++++ INFORMATION
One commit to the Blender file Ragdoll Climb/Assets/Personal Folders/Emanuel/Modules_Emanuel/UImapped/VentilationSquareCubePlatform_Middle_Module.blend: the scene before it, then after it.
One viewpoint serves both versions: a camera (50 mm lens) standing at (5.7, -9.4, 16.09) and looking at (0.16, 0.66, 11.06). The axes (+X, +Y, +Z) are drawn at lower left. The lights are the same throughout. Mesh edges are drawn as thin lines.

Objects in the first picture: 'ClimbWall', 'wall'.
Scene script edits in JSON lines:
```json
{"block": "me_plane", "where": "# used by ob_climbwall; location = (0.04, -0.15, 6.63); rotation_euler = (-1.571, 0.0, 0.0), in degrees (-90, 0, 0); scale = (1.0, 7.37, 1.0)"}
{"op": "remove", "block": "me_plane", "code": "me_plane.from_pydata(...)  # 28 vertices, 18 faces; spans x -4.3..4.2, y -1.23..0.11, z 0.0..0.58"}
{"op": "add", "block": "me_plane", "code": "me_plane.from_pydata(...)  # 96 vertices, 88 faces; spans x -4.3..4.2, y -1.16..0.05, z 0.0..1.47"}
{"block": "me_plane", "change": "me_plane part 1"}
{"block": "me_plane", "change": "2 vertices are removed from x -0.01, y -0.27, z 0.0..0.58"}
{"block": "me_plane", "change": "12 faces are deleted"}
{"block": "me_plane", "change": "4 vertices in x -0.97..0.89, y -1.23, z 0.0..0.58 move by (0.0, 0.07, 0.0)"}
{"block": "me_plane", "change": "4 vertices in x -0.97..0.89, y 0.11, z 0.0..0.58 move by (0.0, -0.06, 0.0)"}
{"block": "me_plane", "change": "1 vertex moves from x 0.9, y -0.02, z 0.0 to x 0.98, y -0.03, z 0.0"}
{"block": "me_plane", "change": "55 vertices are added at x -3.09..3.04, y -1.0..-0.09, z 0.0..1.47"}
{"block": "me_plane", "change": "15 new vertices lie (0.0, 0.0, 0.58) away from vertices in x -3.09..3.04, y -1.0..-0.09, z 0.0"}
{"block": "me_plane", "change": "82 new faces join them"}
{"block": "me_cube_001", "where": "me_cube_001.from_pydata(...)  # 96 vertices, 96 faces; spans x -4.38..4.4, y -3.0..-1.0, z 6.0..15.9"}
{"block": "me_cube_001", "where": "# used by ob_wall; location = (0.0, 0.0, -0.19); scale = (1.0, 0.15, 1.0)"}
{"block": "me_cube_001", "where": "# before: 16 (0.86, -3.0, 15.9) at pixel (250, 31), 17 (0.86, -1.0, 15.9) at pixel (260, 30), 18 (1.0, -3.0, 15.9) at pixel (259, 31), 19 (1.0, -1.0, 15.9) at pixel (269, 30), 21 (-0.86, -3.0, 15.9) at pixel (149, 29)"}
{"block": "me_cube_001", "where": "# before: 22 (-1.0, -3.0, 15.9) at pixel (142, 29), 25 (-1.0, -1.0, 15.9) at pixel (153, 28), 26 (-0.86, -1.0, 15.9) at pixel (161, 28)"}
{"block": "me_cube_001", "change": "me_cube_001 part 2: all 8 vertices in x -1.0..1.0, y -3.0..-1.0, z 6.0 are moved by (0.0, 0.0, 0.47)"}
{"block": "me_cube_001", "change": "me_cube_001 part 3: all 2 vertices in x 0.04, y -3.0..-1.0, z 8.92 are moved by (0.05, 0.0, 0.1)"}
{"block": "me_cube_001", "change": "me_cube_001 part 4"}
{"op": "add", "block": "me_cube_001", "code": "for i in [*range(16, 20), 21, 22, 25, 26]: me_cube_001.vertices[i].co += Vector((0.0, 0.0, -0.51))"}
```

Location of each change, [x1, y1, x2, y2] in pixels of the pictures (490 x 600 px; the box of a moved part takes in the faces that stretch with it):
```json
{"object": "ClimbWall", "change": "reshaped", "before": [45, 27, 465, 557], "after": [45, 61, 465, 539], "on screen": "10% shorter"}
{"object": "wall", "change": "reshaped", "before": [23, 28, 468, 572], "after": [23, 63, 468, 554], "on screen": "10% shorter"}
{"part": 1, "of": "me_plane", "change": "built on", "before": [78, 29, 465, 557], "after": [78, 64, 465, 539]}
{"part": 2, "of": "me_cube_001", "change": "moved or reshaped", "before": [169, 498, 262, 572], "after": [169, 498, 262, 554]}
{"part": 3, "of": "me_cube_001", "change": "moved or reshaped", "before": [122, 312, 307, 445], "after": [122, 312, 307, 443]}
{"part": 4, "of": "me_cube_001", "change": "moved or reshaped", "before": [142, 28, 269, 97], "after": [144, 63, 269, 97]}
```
++++++++
TASK DETAILS → All lines from the records above should be copied exactly.

RESULT →
One commit to the Blender file Ragdoll Climb/Assets/Personal Folders/Emanuel/Modules_Emanuel/UImapped/VentilationSquareCubePlatform_Middle_Module.blend: the scene before it, then after it.
One viewpoint serves both versions: a camera (50 mm lens) standing at (5.7, -9.4, 16.09) and looking at (0.16, 0.66, 11.06). The axes (+X, +Y, +Z) are drawn at lower left. The lights are the same throughout. Mesh edges are drawn as thin lines.

Objects in the first picture: 'ClimbWall', 'wall'.
Scene script edits in JSON lines:
```json
{"block": "me_plane", "where": "# used by ob_climbwall; location = (0.04, -0.15, 6.63); rotation_euler = (-1.571, 0.0, 0.0), in degrees (-90, 0, 0); scale = (1.0, 7.37, 1.0)"}
{"op": "remove", "block": "me_plane", "code": "me_plane.from_pydata(...)  # 28 vertices, 18 faces; spans x -4.3..4.2, y -1.23..0.11, z 0.0..0.58"}
{"op": "add", "block": "me_plane", "code": "me_plane.from_pydata(...)  # 96 vertices, 88 faces; spans x -4.3..4.2, y -1.16..0.05, z 0.0..1.47"}
{"block": "me_plane", "change": "me_plane part 1"}
{"block": "me_plane", "change": "2 vertices are removed from x -0.01, y -0.27, z 0.0..0.58"}
{"block": "me_plane", "change": "12 faces are deleted"}
{"block": "me_plane", "change": "4 vertices in x -0.97..0.89, y -1.23, z 0.0..0.58 move by (0.0, 0.07, 0.0)"}
{"block": "me_plane", "change": "4 vertices in x -0.97..0.89, y 0.11, z 0.0..0.58 move by (0.0, -0.06, 0.0)"}
{"block": "me_plane", "change": "1 vertex moves from x 0.9, y -0.02, z 0.0 to x 0.98, y -0.03, z 0.0"}
{"block": "me_plane", "change": "55 vertices are added at x -3.09..3.04, y -1.0..-0.09, z 0.0..1.47"}
{"block": "me_plane", "change": "15 new vertices lie (0.0, 0.0, 0.58) away from vertices in x -3.09..3.04, y -1.0..-0.09, z 0.0"}
{"block": "me_plane", "change": "82 new faces join them"}
{"block": "me_cube_001", "where": "me_cube_001.from_pydata(...)  # 96 vertices, 96 faces; spans x -4.38..4.4, y -3.0..-1.0, z 6.0..15.9"}
{"block": "me_cube_001", "where": "# used by ob_wall; location = (0.0, 0.0, -0.19); scale = (1.0, 0.15, 1.0)"}
{"block": "me_cube_001", "where": "# before: 16 (0.86, -3.0, 15.9) at pixel (250, 31), 17 (0.86, -1.0, 15.9) at pixel (260, 30), 18 (1.0, -3.0, 15.9) at pixel (259, 31), 19 (1.0, -1.0, 15.9) at pixel (269, 30), 21 (-0.86, -3.0, 15.9) at pixel (149, 29)"}
{"block": "me_cube_001", "where": "# before: 22 (-1.0, -3.0, 15.9) at pixel (142, 29), 25 (-1.0, -1.0, 15.9) at pixel (153, 28), 26 (-0.86, -1.0, 15.9) at pixel (161, 28)"}
{"block": "me_cube_001", "change": "me_cube_001 part 2: all 8 vertices in x -1.0..1.0, y -3.0..-1.0, z 6.0 are moved by (0.0, 0.0, 0.47)"}
{"block": "me_cube_001", "change": "me_cube_001 part 3: all 2 vertices in x 0.04, y -3.0..-1.0, z 8.92 are moved by (0.05, 0.0, 0.1)"}
{"block": "me_cube_001", "change": "me_cube_001 part 4"}
{"op": "add", "block": "me_cube_001", "code": "for i in [*range(16, 20), 21, 22, 25, 26]: me_cube_001.vertices[i].co += Vector((0.0, 0.0, -0.51))"}
```

Location of each change, [x1, y1, x2, y2] in pixels of the pictures (490 x 600 px; the box of a moved part takes in the faces that stretch with it):
```json
{"object": "ClimbWall", "change": "reshaped", "before": [45, 27, 465, 557], "after": [45, 61, 465, 539], "on screen": "10% shorter"}
{"object": "wall", "change": "reshaped", "before": [23, 28, 468, 572], "after": [23, 63, 468, 554], "on screen": "10% shorter"}
{"part": 1, "of": "me_plane", "change": "built on", "before": [78, 29, 465, 557], "after": [78, 64, 465, 539]}
{"part": 2, "of": "me_cube_001", "change": "moved or reshaped", "before": [169, 498, 262, 572], "after": [169, 498, 262, 554]}
{"part": 3, "of": "me_cube_001", "change": "moved or reshaped", "before": [122, 312, 307, 445], "after": [122, 312, 307, 443]}
{"part": 4, "of": "me_cube_001", "change": "moved or reshaped", "before": [142, 28, 269, 97], "after": [144, 63, 269, 97]}
```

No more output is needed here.